What dates/resort are you looking for?  Except for your home resort - you cannot book on-line from than 10 months out.

In general, Club Wyndham (like all timeshares) tend to work best for two types of people - people who can plan 8-12 months in advance AND/OR people who can travel off-season. If you expect availability will to be like a hotel you will always be disappointed. As with all timeshares, popular times (summer, holidays, weekends) are hard to get 30-60 days out.

We like the system and travel far more than we would if we were not Club Wyndham owners.

ps. If you check your interest rate on the rest of the loan from Wyndham, you will probably find it is the same or higher. It can be difficult to do, but it is best to get those refinanced or paid off ASAP.


----------



## rickandcindy23 (Apr 13, 2019)

It's way too late for your to be having second thoughts.  If you are young and need your credit, you are going to pay that off.  Walking away from it would destroy your credit.  Sounds like you are stuck to me.


----------



## JohnPaul (Apr 13, 2019)

My guess is that the OP doesn't understand that you can't wait until the relative last minute to book timeshares.  He notes he works for a hotel (and hotels work on a whole different time line)


----------



## 55plus (Apr 13, 2019)

beachhoppers said:


> I work for a franchised hotel under Wyndham. Last May we stayed at the Wyndham resort in PCB on my regular Wyndham reward points. They ended up talking us into attending some presentation. It was for the Club Wyndham, which is like a traveling time share in my understanding.  We bought some package where we get a certain amount of points annually. The first issue we had is the $5000 down payment they put on a Wyndham Reward Chase Visa card with 17% interest. Then on top of that, our payment towards this timeshare is $400 a month. Plus maintenance fees. They put us in the hole right away by putting $5k on the credit card.  Now, I am finding out while trying to book some dates that everything is always showing unavailable.  Does anyone else have Club Wyndham and do you think it's worth it?

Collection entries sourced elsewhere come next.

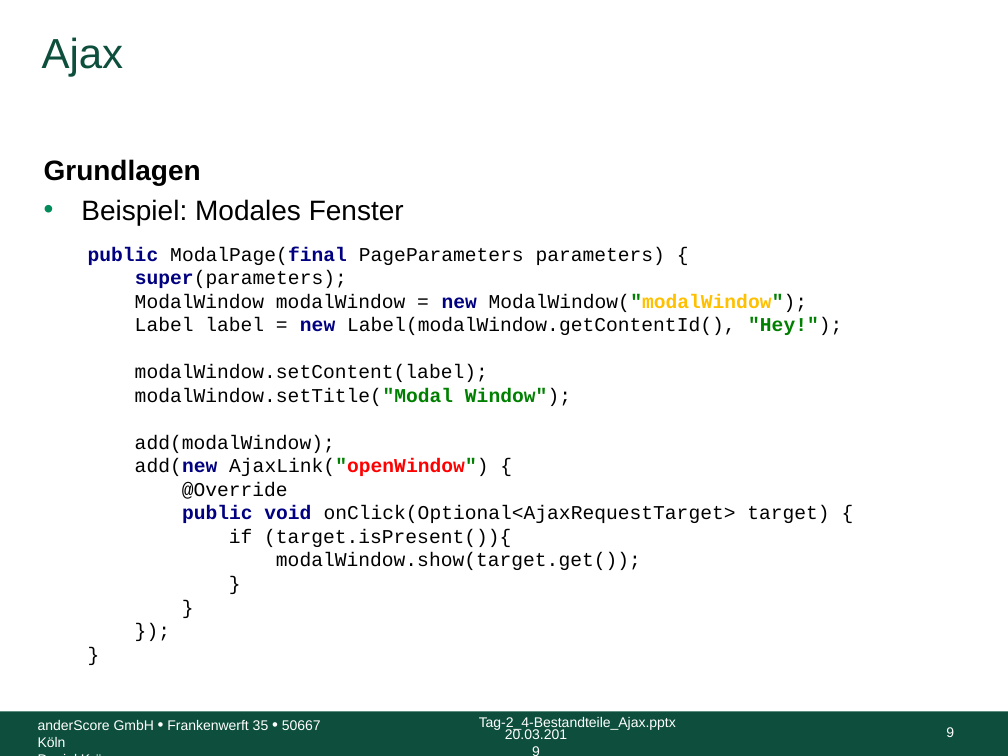
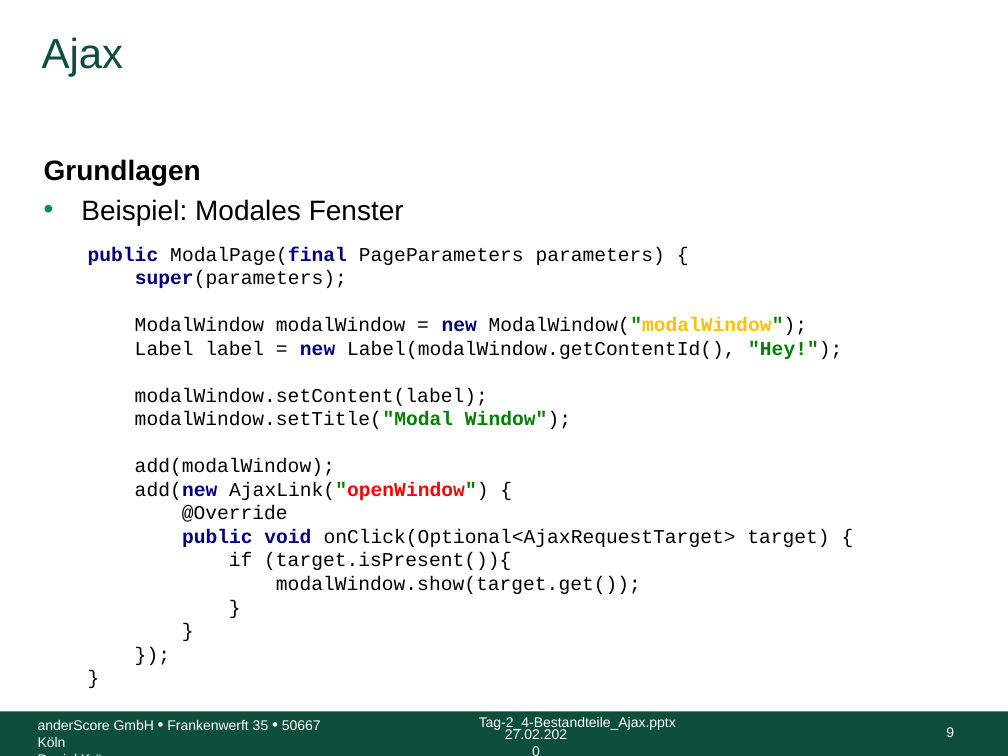
Before and after one commit to anderscore-gmbh/wicket-training, a slide deck: slide 9 of slides/Tag-2_4-Bestandteile_Ajax.pptx. Drawn at 1008x756 pixels with LibreOffice and Linux fonts; fonts in the diff are those of the drawing; background and template pictures are left out. Boxes give left, top, right and bottom in pixels: in the first picture for what was removed or moved away, otherwise in the second. Text is boxed around its words. In the diff, an @@ line names an element or a change of style, - is before the commit and + after.

Commit message:
Updated slides

```diff
--- a/slides/Tag-2_4-Bestandteile_Ajax.pptx
+++ b/slides/Tag-2_4-Bestandteile_Ajax.pptx
@@ text at <box>88,247,842,547</box>: text changed @@
-  public ModalPage(final PageParameters parameters) {
-  super(parameters);
-  ModalWindow modalWindow = new ModalWindow("modalWindow");
-  Label label = new Label(modalWindow.getContentId(), "Hey!");
-  modalWindow.setContent(label);
-  modalWindow.setTitle("Modal Window");
-  add(modalWindow);
-  add(new AjaxLink("openWindow") {
-  @Override
-  public void onClick(Optional<AjaxRequestTarget> target) {
+  public ModalPage(final PageParameters parameters) {
+  super(parameters);
+  ModalWindow modalWindow = new ModalWindow("modalWindow");
+  Label label = new Label(modalWindow.getContentId(), "Hey!");
+  modalWindow.setContent(label);
+  modalWindow.setTitle("Modal Window");
+  add(modalWindow);
+  add(new AjaxLink("openWindow") {
+  @Override
+  public void onClick(Optional<AjaxRequestTarget> target) {
@@ text at <box>505,729,567,739</box>: text changed @@
-20.03.2019
+27.02.2020
```
Also in this commit, not shown: 11 other slides changed, 4 other files.

Your first mistake was financing a timeshare. Pay it off as fast as you can and use it. With timeshares you have to plan ahead. Sometimes a year ahead.


----------



## bestpal38 (Apr 14, 2019)

beachhoppers said:


> I work for a franchised hotel under Wyndham. Last May we stayed at the Wyndham resort in PCB on my regular Wyndham reward points. They ended up talking us into attending some presentation. It was for the Club Wyndham, which is like a traveling time share in my understanding.  We bought some package where we get a certain amount of points annually. The first issue we had is the $5000 down payment they put on a Wyndham Reward Chase Visa card with 17% interest. Then on top of that, our payment towards this timeshare is $400 a month. Plus maintenance fees. They put us in the hole right away by putting $5k on the credit card.  Now, I am finding out while trying to book some dates that everything is always showing unavailable.  Does anyone else have Club Wyndham and do you think it's worth it?


I'm really confused. You bought this last May, and you are just now seeing if it's a good deal?? Something seems odd with your post!


----------



## beachhoppers (Apr 18, 2019)

rickandcindy23 said:


> It's way too late for your to be having second thoughts.  If you are young and need your credit, you are going to pay that off.  Walking away from it would destroy your credit.  Sounds like you are stuck to me.


I don't have second thoughts. I just haven't had a chance to talk with anyone about it.


----------



## beachhoppers (Apr 18, 2019)

bestpal38 said:


> I'm really confused. You bought this last May, and you are just now seeing if it's a good deal?? Something seems odd with your post!


There is nothing odd with my post. I just found this website and was just asking for some insight from other Club Wyndham members. I suppose if you are confused and feel there is something off with my post, then maybe you should have just scrolled by.


----------



## beachhoppers (Apr 18, 2019)

ecwinch said:


> What dates/resort are you looking for?  Except for your home resort - you cannot book on-line from than 10 months out.
> 
> In general, Club Wyndham (like all timeshares) tend to work best for two types of people - people who can plan 8-12 months in advance AND/OR people who can travel off-season. If you expect availability will to be like a hotel you will always be disappointed. As with all timeshares, popular times (summer, holidays, weekends) are hard to get 30-60 days out.
> 
> ...


Thank you for this great info.  I have been able to book a place down in Destin this August. It's a trip to Vegas next May that I can't seem to find any place with availability.  Is it best to call and book over the phone rather than through the Club Wyndham site?


----------



## kaljor (Apr 18, 2019)

beachhoppers said:


> Thank you for this great info.  I have been able to book a place down in Destin this August. It's a trip to Vegas next May that I can't seem to find any place with availability.  Is it best to call and book over the phone rather than through the Club Wyndham site?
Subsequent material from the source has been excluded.